- Directed by: Steven Lovy
- Written by: Steven Lovy; Robert Lovy;
- Produced by: Steven Reich; John Schouweiler;
- Starring: Jim Metzler; Dana Wheeler-Nicholson; Lu Leonard; Vernon Wells; Barbara Alyn Woods; Dennis Christopher;
- Cinematography: Jamie Thompson
- Edited by: Gregory Neri; Jonas Thaler;
- Music by: Deborah Holland
- Production companies: IRS Media; Synthetic Productions;
- Distributed by: Skouras Pictures
- Release dates: May 25, 1990; (Seattle International Film Festival) October 31, 1990
- Running time: 93 minutes
- Country: United States
- Language: English

= Circuitry Man =

Circuitry Man is a 1990 American post apocalyptic science fiction film directed by Steven Lovy and starring Jim Metzler, Dana Wheeler-Nicholson and Vernon Wells. It was followed by a sequel, Plughead Rewired: Circuitry Man II, in 1994.

== Synopsis ==
In post-apocalyptic 2020, pollution has killed off the natural world and the population is forced to live underground. A woman attempts to smuggle a suitcase of contraband drug/chips from Los Angeles to the underground remnants of New York City, while eluding both police and gangsters.
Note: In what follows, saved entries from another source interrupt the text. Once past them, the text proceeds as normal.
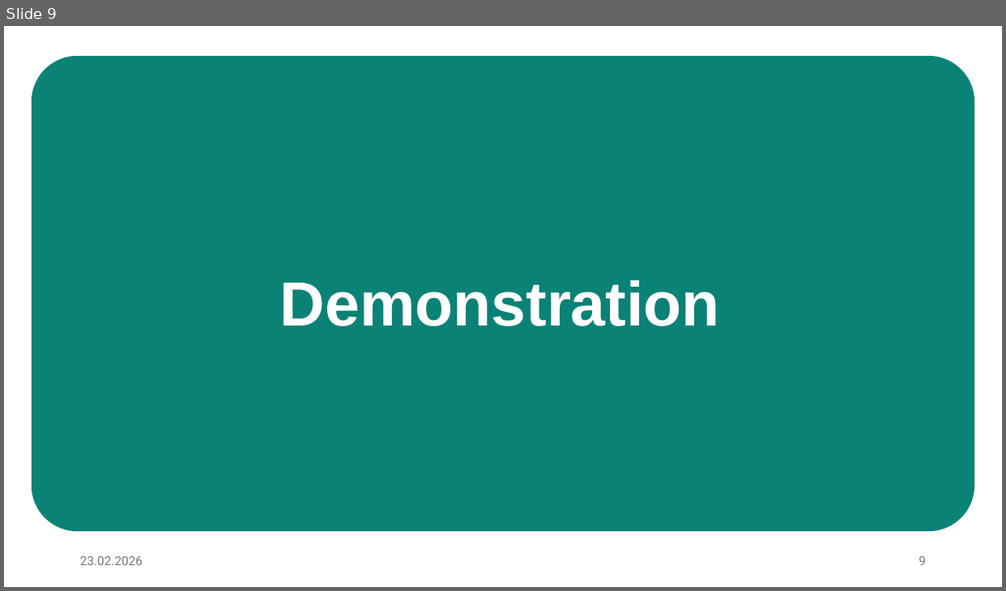
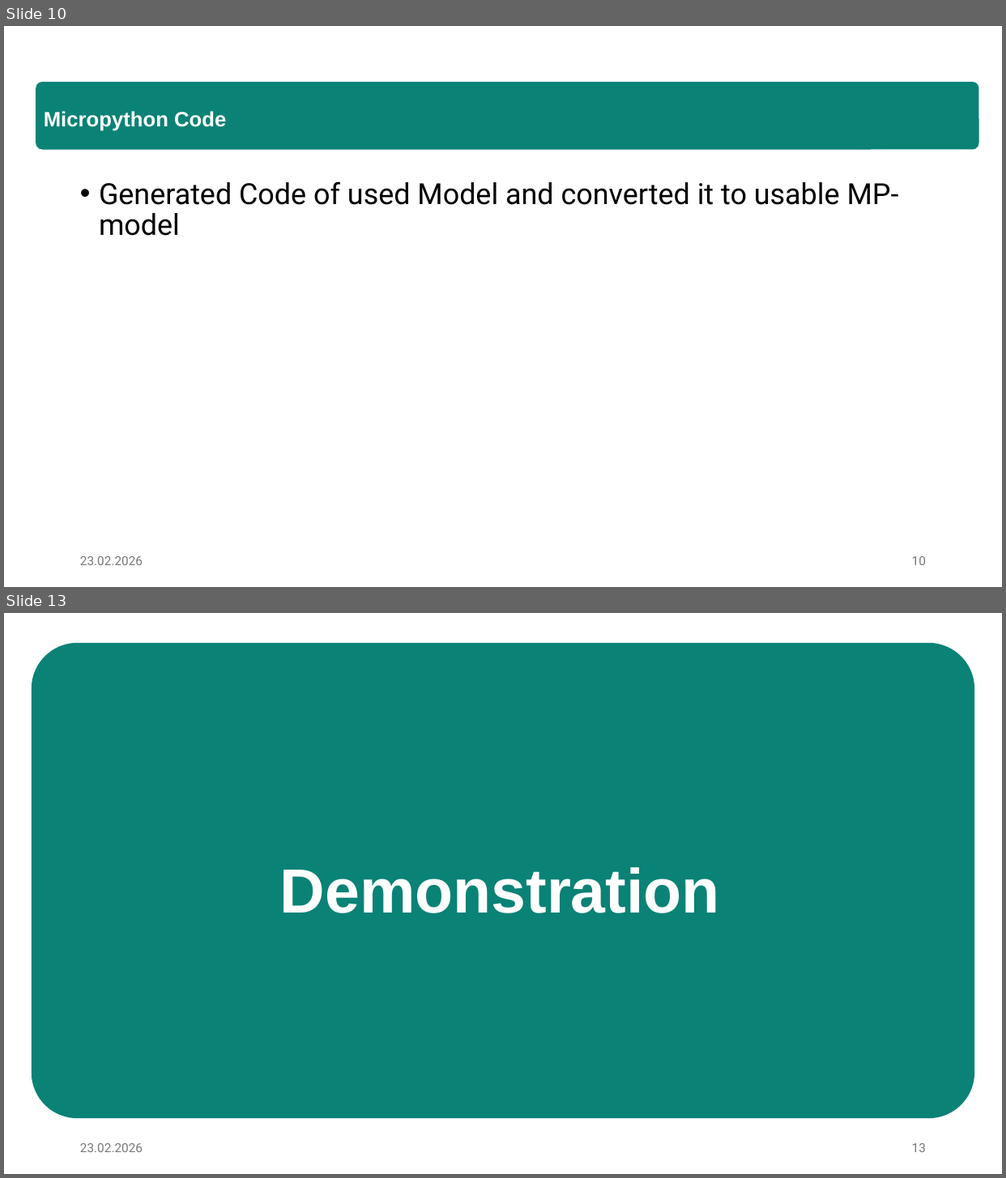
Before and after one commit to e12413440/micropython-hands-on-course, a slide deck: report/Präsentation.pptx. Shown one above the other, each under a label of ours: slide 9 before the commit, slides 10 and 13 after it; the slides between them are not shown. The pictures are 1006x591 and 1006x1178 pixels, drawn with LibreOffice and Linux fonts; fonts in the diff are those of the drawing. Boxes give left, top, right and bottom in pixels: in the first picture for what was removed or moved away, otherwise in the second. Text is boxed around its words. In the diff, an @@ line names an element or a change of style, - is before the commit and + after.

```diff
--- a/report/Präsentation.pptx
+++ b/report/Präsentation.pptx
@@ slide 10 added at (4,26,1002,587), background #FFFFFF @@
@@ rounded rectangle added at (36,81,978,149), fill #0A8276, 20 pt, text #FFFFFF, bold @@
+Micropython Code
@@ text added at (99,182,899,236), 28 pt, text #000000 @@
+• Generated Code of used Model and converted it to usable MP-model
@@ text added at (80,557,143,565), 12 pt, text #797979 @@
+23.02.2026
@@ page number added at (912,557,926,565), 12 pt, text #797979 @@
+10
@@ what was slide 9 is now slide 13 @@
@@ page number at (912,1144,926,1152): text changed @@
-9
+13
```
Also in this commit, not shown: 8 slides changed, 3 other slides added.

Along the way, she is aided by a romantic bio-mechanical pony-tailed android and pursued by Plughead, a villain with the ability to tap into people's minds.

== Cast ==
- Jim Metzler as Danner
- Dana Wheeler-Nicholson as Lori
- Lu Leonard as Juice
- Vernon Wells as Plughead
- Barbara Alyn Woods as Yoyo
- Dennis Christopher as Leech
- Steven Bottomley as Bartender
- Barney Burman as Cheater
- Andy Goldberg as Squid
- Garry Goodrow as Jugs
- Darren Lott as Jackie

== Production ==
Circuitry Man was adapted from a student film Steven Lovy made while attending UCLA. Shooting began in July 1989 and took place in Los Angeles and Antelope Valley, California.

== Reception ==
Kevin Thomas of the Los Angeles Times called it "nothing if not derivative" but "consistently distinctive and funny". In The Psychotronic Video Guide, Michael Weldon described it as "a clever, sometimes funny, well-made science fiction adventure" that is more fun than Hardware or Total Recall, two science fiction films that were also released in 1990. Tech Noir author Paul Meehan, discussing film noir in science fiction, wrote that the film attempts to overcome its low budget with gratuitous violence but called Wells "memorably nasty".